Heterogeneity of EBV-specific CD8 T-cell immunity in tissues is based on epitope specificity.

---

Presentation Time: 11:30 AM - 12:45 PM
Poster Board Number: B167
Abstract ID: 4530

Presenting Author:
Julien Gras , Post-doctoral research fellow at Columbia Univ. Irving Med. Ctr.

Abstract:

Antiviral T-cell immunity in humans is heterogeneous and can persist in multiple tissues sites depending on host factors and viral pathogenesis. Tissue immunity to EBV has not been characterized. We used an ongoing collection of blood and tissue samples (bone marrow, spleen, lung, lymph nodes) from adult organ donors to profile EBV-specific CD8⁺ T-cells. Samples from 22 donors were analyzed using MHC-I multimers complexed with lytic and latent EBV epitopes, followed by high-dimensional flow cytometry. EBV-specific CD8⁺ T-cells were detected in 19/22 individuals across blood and all tissues, with higher reactivities against lytic epitopes. EBV-specific CD8⁺ T-cells were significantly enriched in the CD45RA^-CCR7^- effector memory subset compared to polyclonal CD8⁺ T-cells.

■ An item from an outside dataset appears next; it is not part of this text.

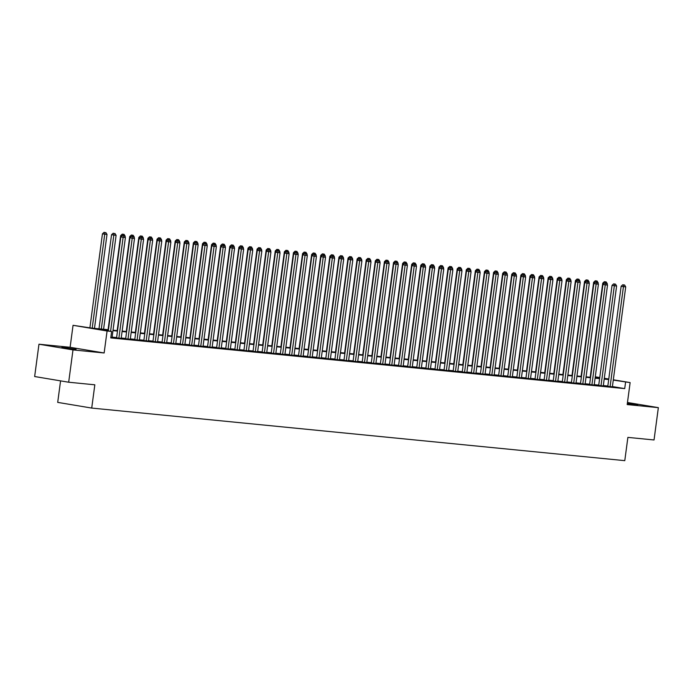 <?xml version="1.0" encoding="UTF-8"?>
<svg xmlns="http://www.w3.org/2000/svg" width="693" height="693" viewBox="0 0 693 693"><rect width="100%" height="100%" fill="white"/><g stroke="black" fill="none" stroke-linecap="round" stroke-linejoin="round"><path stroke-width="1.04" d="M627.321 403.621L637.794 404.738L627.39 403.083M61.911 347.245L76.074 349.333L61.911 347.245M595.278 376.827L599.748 377.52M60.568 380.864L57.701 402.382L91.719 408.073L624.783 460.654L627.884 437.387L654.036 439.968L658.35 407.649L627.477 402.486M91.719 408.073L94.828 384.806L68.676 382.224L34.65 376.533L38.964 344.213L72.99 349.904L104.141 352.98L107.077 331.003L73.051 325.312L91.389 328.066L108.446 329.747M104.141 352.98L70.114 347.288L38.964 344.213M70.114 347.288L73.051 325.312M68.676 382.224L72.99 349.904M607.787 386.33L612.378 386.833M598.691 385.429L603.282 385.932M589.596 384.537L594.187 385.039M580.5 383.636L585.091 384.139M571.404 382.735L575.996 383.238M562.309 381.843L566.891 382.345M553.213 380.942L557.796 381.445M544.118 380.05L548.7 380.552M535.022 379.149L539.604 379.651M525.918 378.257L530.509 378.75M516.822 377.356L521.413 377.858M507.726 376.455L512.318 376.957M498.631 375.563L503.222 376.065M489.535 374.662L494.126 375.164M480.44 373.77L485.022 374.272M471.344 372.869L475.926 373.371M462.248 371.968L466.831 372.47M453.153 371.076L457.735 371.578M444.048 370.175L448.64 370.677M434.953 369.282L439.544 369.785M425.857 368.381L430.448 368.884M416.762 367.481L421.353 367.983M407.666 366.588L412.257 367.091M398.57 365.687L403.153 366.19M389.475 364.795L394.057 365.298M380.379 363.894L384.961 364.397M371.283 363.002L375.866 363.496M362.188 362.101L366.77 362.604M353.084 361.2L357.675 361.703M343.988 360.308L348.579 360.81M334.892 359.407L339.483 359.91M325.797 358.515L330.388 359.017M316.701 357.614L321.292 358.116M307.605 356.713L312.188 357.216M298.51 355.821L303.092 356.323M289.414 354.92L293.997 355.422M280.319 354.028L284.901 354.53M271.214 353.127L275.805 353.629M262.119 352.226L266.71 352.728M253.023 351.334L257.614 351.836M243.927 350.433L248.518 350.935M234.832 349.541L239.423 350.043M225.736 348.64L230.319 349.142M216.64 347.739L221.223 348.241M207.545 346.846L212.127 347.349M198.449 345.946L203.032 346.448M189.345 345.053L193.936 345.556M180.249 344.152L184.84 344.655M171.154 343.26L175.745 343.754M162.058 342.359L166.649 342.862M152.962 341.458L157.554 341.961M143.867 340.566L148.449 341.069M134.771 339.665L139.354 340.168M125.676 338.773L130.258 339.275M116.58 337.872L121.162 338.375M108.385 330.189L97.826 329.14L111.625 331.453L110.759 337.915L624.714 388.608L612.413 386.555M607.83 386.001L603.334 385.559M598.735 385.109L594.239 384.658M589.639 384.208L585.135 383.766M580.543 383.307L576.039 382.865M571.448 382.415L566.943 381.973M562.352 381.514L557.848 381.072M553.257 380.622L548.752 380.171M544.161 379.721L539.656 379.279M535.065 378.82L530.561 378.378M525.961 377.928L521.465 377.486M516.865 377.027L512.37 376.585M507.77 376.134L503.265 375.684M498.674 375.234L494.17 374.792M489.579 374.333L485.074 373.891M480.483 373.44L475.978 372.999M471.387 372.539L466.883 372.098M462.292 371.647L457.787 371.197M453.196 370.746L448.692 370.305M444.092 369.854L439.596 369.404M434.996 368.953L430.5 368.511M425.9 368.052L421.396 367.611M416.805 367.16L412.3 366.71M407.709 366.259L403.205 365.817M398.614 365.367L394.109 364.916M389.518 364.466L385.013 364.024M380.422 363.565L375.918 363.123M371.327 362.673L366.822 362.231M362.231 361.772L357.727 361.33M353.127 360.88L348.631 360.429M344.031 359.979L339.535 359.537M334.936 359.078L330.431 358.636M325.84 358.186L321.335 357.744M316.744 357.285L312.24 356.843M307.649 356.393L303.144 355.942M298.553 355.492L294.049 355.05M289.457 354.599L284.953 354.149M280.362 353.699L275.857 353.257M271.258 352.798L266.762 352.356M262.162 351.905L257.666 351.455M253.066 351.004L248.562 350.563M243.971 350.112L239.466 349.662M234.875 349.211L230.371 348.77M225.779 348.31L221.275 347.869M216.684 347.418L212.179 346.976M207.588 346.517L203.084 346.076M198.493 345.625L193.988 345.175M189.388 344.724L184.892 344.282M180.293 343.823L175.797 343.381M171.197 342.931L166.692 342.489M162.101 342.03L157.597 341.588M153.006 341.138L148.501 340.687M143.91 340.237L139.406 339.795M134.814 339.345L130.31 338.894M125.719 338.444L121.214 338.002M116.623 337.543L112.119 337.101M110.819 337.465L112.067 337.474M613.314 379.79L630.128 382.597L627.191 404.573L658.35 407.649M630.128 382.597L613.279 380.093M624.714 388.608L625.58 382.146M111.625 331.453L107.077 331.003M604.305 378.283L608.766 379.028M604.253 378.655L605.344 378.768L604.261 378.586M599.705 377.824L595.244 377.079M113.037 330.206L117.541 330.648M122.133 331.098L126.637 331.54M131.228 331.999L135.733 332.441M140.324 332.891L144.828 333.342M149.428 333.792L153.924 334.234M158.524 334.693L163.02 335.135M167.619 335.585L172.124 336.027M176.715 336.486L181.219 336.928M185.811 337.378L190.315 337.829M194.906 338.279L199.411 338.721M204.002 339.18L208.506 339.622M213.097 340.072L217.602 340.514M222.193 340.973L226.698 341.415M231.297 341.866L235.793 342.316M240.393 342.766L244.889 343.208M249.489 343.659L253.993 344.109M258.584 344.56L263.089 345.001M267.68 345.46L272.184 345.902M276.776 346.353L281.28 346.803M285.871 347.254L290.376 347.695M294.967 348.146L299.471 348.596M304.062 349.047L308.567 349.489M313.158 349.948L317.663 350.389M322.262 350.84L326.758 351.282M331.358 351.741L335.854 352.183M340.454 352.633L344.958 353.084M349.549 353.534L354.054 353.976M358.645 354.435L363.149 354.877M367.74 355.327L372.245 355.769M376.836 356.228L381.341 356.67M385.932 357.12L390.436 357.571M395.027 358.021L399.532 358.463M404.132 358.913L408.627 359.364M413.227 359.814L417.723 360.256M422.323 360.715L426.827 361.157M431.418 361.607L435.923 362.058M440.514 362.508L445.019 362.95M449.61 363.401L454.114 363.851M458.705 364.301L463.21 364.743M467.801 365.202L472.305 365.644M476.897 366.095L481.401 366.536M486.001 366.995L490.497 367.437M495.097 367.888L499.592 368.338M504.192 368.789L508.697 369.23M513.288 369.69L517.792 370.131M522.383 370.582L526.888 371.024M531.479 371.483L535.984 371.924M540.575 372.375L545.079 372.825M549.67 373.276L554.175 373.718M558.766 374.168L563.27 374.618M567.862 375.069L572.366 375.511M576.966 375.97L581.462 376.412M586.061 376.862L590.557 377.313M595.157 377.763L599.662 378.205M608.697 379.539L604.192 379.097M599.601 378.638L595.096 378.196M590.505 377.746L586.001 377.304M581.41 376.845L576.905 376.403M572.314 375.952L567.81 375.502M563.21 375.052L558.714 374.61M554.114 374.151L549.618 373.709M545.019 373.258L540.514 372.817M535.923 372.358L531.418 371.916M526.827 371.465L522.323 371.015M517.732 370.564L513.227 370.123M508.636 369.664L504.132 369.222M499.54 368.771L495.036 368.329M490.445 367.87L485.94 367.429M481.34 366.978L476.845 366.528M472.245 366.077L467.749 365.635M463.149 365.185L458.645 364.735M454.054 364.284L449.549 363.842M444.958 363.383L440.453 362.941M435.862 362.491L431.358 362.041M426.767 361.59L422.262 361.148M417.671 360.698L413.167 360.247M408.575 359.797L404.071 359.355M399.48 358.896L394.975 358.454M390.376 358.004L385.88 357.562M381.28 357.103L376.784 356.661M372.184 356.211L367.68 355.76M363.089 355.31L358.584 354.868M353.993 354.409L349.489 353.967M344.897 353.517L340.393 353.075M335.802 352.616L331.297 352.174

EBV-lytic CD8⁺ T-cells were widely distributed, had a higher proportion of CD45RA⁺CCR7^-TEMRA cells compared to latent ones. They harbored a highly activated phenotype (CD38⁺HLA-DR⁺), as well as specific homing factors (CD69⁺CXRX6⁺). On the contrary, EBV-latent CD8⁺ T-cells localized mainly to secondary lymphoid organs where they displayed a more quiescent phenotype (CD28⁺CD127⁺), and express different residency markers (CD69⁺CD103⁺). Our results show that control of EBV infection requires both surveilling and tissue resident memory cells to respond to different types of EBV latency and epitopes. This can inform strategies for promoting immunity targeting EBV-induced pathologies.